### [Instructions for the task]
Restrict the output to the lines below starting at the one that contains "rod_radius = rod_diameter / 2" and ending at the one that contains "origin=(-half_width, y, z))", and restate them word for word, both ends included.

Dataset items
——————

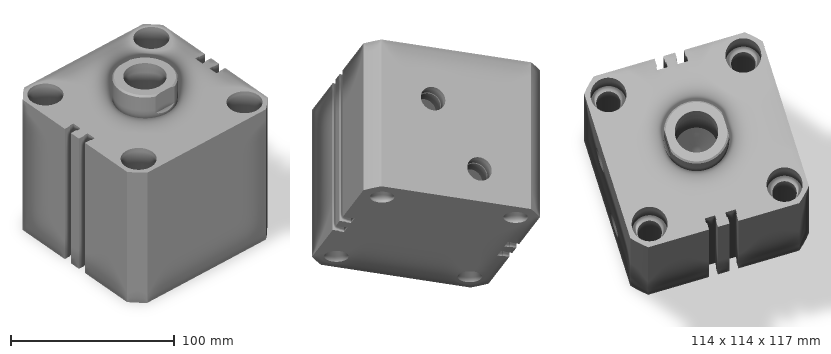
import cadquery as cq
import math

block_width = 114.0
total_height = 117.0
block_height = 100.0
half_width = block_width / 2
corner_radius = 74.6

hole_offset = 43.0
hole_diameter = 15.0
counterbore_diameter = 22.0
counterbore_depth = 17.5

slot_offset = 6.5
slot_neck_width = 5.6
slot_neck_depth = 4.5
slot_head_width = 6.7
slot_depth = 7.5

port_offset = 15.0
upper_port_height = 65.0
lower_port_height = 22.0
port_diameter = 15.8
port_depth = 8.0
port_bottom_diameter = 14.7
port_bottom_depth = 16.4

rod_diameter = 40.0
rod_radius = rod_diameter / 2
rod_length = 58.5
rod_bottom = total_height - rod_length
rod_chamfer = 1.0
flat_spacing = 37.0
flat_bottom = block_height + 3.2
rod_bore_diameter = 26.6
rod_bore_depth = 35.1
drill_point_angle = 120.0


def make_block():
    """Square prism with its corners trimmed to a large circle about the axis."""
    square = cq.Workplane("XY").rect(block_width, block_width).extrude(block_height)
    round_stock = cq.Workplane("XY").circle(corner_radius).extrude(block_height)
    return square.intersect(round_stock)


def make_mounting_holes():
    """Four counterbored through holes, one in each corner."""
    centres = [(x, y) for x in (-hole_offset, hole_offset) for y in (-hole_offset, hole_offset)]
    through = cq.Workplane("XY").pushPoints(centres).circle(hole_diameter / 2).extrude(block_height)
    counterbores = (
        cq.Workplane("XY", origin=(0, 0, block_height))
        .pushPoints(centres)
        .circle(counterbore_diameter / 2)
        .extrude(-counterbore_depth)
    )
    return through.union(counterbores)


def make_sensor_slot(x, side):
    """Full-height T-slot centred at x on the side of the block facing side * Y."""
    neck_centre = side * (half_width - slot_neck_depth / 2)
    head_depth = slot_depth - slot_neck_depth
    head_centre = side * (half_width - slot_neck_depth - head_depth / 2)
    neck = cq.Workplane("XY").center(x, neck_centre).rect(slot_neck_width, slot_neck_depth)
    head = cq.Workplane("XY").center(x, head_centre).rect(slot_head_width, head_depth)
    return neck.extrude(block_height).union(head.extrude(block_height))


def make_port(y, z):
    """Stepped blind hole running inward from the -X side."""
    mouth = cq.Workplane("YZ", origin=(-half_width, y, z))
    outer_part = mouth.circle(port_diameter / 2).extrude(port_depth)
    bottom_part = mouth.circle(port_bottom_diameter / 2).extrude(port_bottom_depth)
    return outer_part.union(bottom_part)


def make_housing():
    """Cylinder housing with a recess that fits the piston rod."""
    housing = make_block().cut(make_mounting_holes())
    for side in (-1, 1):
        for x in (-slot_offset, slot_offset):
            housing = housing.cut(make_sensor_slot(x, side))
    housing = housing.cut(make_port(port_offset, upper_port_height))
    housing = housing.cut(make_port(-port_offset, lower_port_height))
    rod_recess = (
        cq.Workplane("XY", origin=(0, 0, rod_bottom)).circle(rod_radius).extrude(block_height - rod_bottom)
    )
    return housing.cut(rod_recess)


def make_rod_bore():
    """Blind hole with a conical drill point, opening at the rod's top end."""
    bore_radius = rod_bore_diameter / 2
    cone_height = bore_radius / math.tan(math.radians(drill_point_angle / 2))
    bore_floor = total_height - rod_bore_depth
    return (
        cq.Workplane("XZ")
        .moveTo(0, total_height)
        .lineTo(bore_radius, total_height)
        .lineTo(bore_radius, bore_floor)
        .lineTo(0, bore_floor - cone_height)
        .close()
        .revolve(360, (0, 0, 0), (0, 1, 0))
    )


def make_wrench_flat(side):
    """Cutter for the flat facing side * X, running out at 45 degrees at its lower end."""
    flat_x = flat_spacing / 2
    run_out = rod_radius - flat_x
    return (
        cq.Workplane("XZ")
        .moveTo(side * flat_x, total_height)
        .lineTo(side * flat_x, flat_bottom)
        .lineTo(side * rod_radius, flat_bottom - run_out)
        .lineTo(side * rod_radius, total_height)
        .close()
        .extrude(rod_radius, both=True)
    )


def make_piston_rod():
    """Hollow-ended rod with two wrench flats."""
    rod = cq.Workplane("XY", origin=(0, 0, rod_bottom)).circle(rod_radius).extrude(rod_length)
    rod = rod.faces(">Z").chamfer(rod_chamfer)
    for side in (-1, 1):
        rod = rod.cut(make_wrench_flat(side))
    return rod.cut(make_rod_bore())


housing = make_housing()
piston_rod = make_piston_rod()

result = cq.Compound.makeCompound([housing.val(), piston_rod.val()])

——————

### [Task answer]
rod_radius = rod_diameter / 2
rod_length = 58.5
rod_bottom = total_height - rod_length
rod_chamfer = 1.0
flat_spacing = 37.0
flat_bottom = block_height + 3.2
rod_bore_diameter = 26.6
rod_bore_depth = 35.1
drill_point_angle = 120.0


def make_block():
    """Square prism with its corners trimmed to a large circle about the axis."""
    square = cq.Workplane("XY").rect(block_width, block_width).extrude(block_height)
    round_stock = cq.Workplane("XY").circle(corner_radius).extrude(block_height)
    return square.intersect(round_stock)


def make_mounting_holes():
    """Four counterbored through holes, one in each corner."""
    centres = [(x, y) for x in (-hole_offset, hole_offset) for y in (-hole_offset, hole_offset)]
    through = cq.Workplane("XY").pushPoints(centres).circle(hole_diameter / 2).extrude(block_height)
    counterbores = (
        cq.Workplane("XY", origin=(0, 0, block_height))
        .pushPoints(centres)
        .circle(counterbore_diameter / 2)
        .extrude(-counterbore_depth)
    )
    return through.union(counterbores)


def make_sensor_slot(x, side):
    """Full-height T-slot centred at x on the side of the block facing side * Y."""
    neck_centre = side * (half_width - slot_neck_depth / 2)
    head_depth = slot_depth - slot_neck_depth
    head_centre = side * (half_width - slot_neck_depth - head_depth / 2)
    neck = cq.Workplane("XY").center(x, neck_centre).rect(slot_neck_width, slot_neck_depth)
    head = cq.Workplane("XY").center(x, head_centre).rect(slot_head_width, head_depth)
    return neck.extrude(block_height).union(head.extrude(block_height))


def make_port(y, z):
    """Stepped blind hole running inward from the -X side."""
    mouth = cq.Workplane("YZ", origin=(-half_width, y, z))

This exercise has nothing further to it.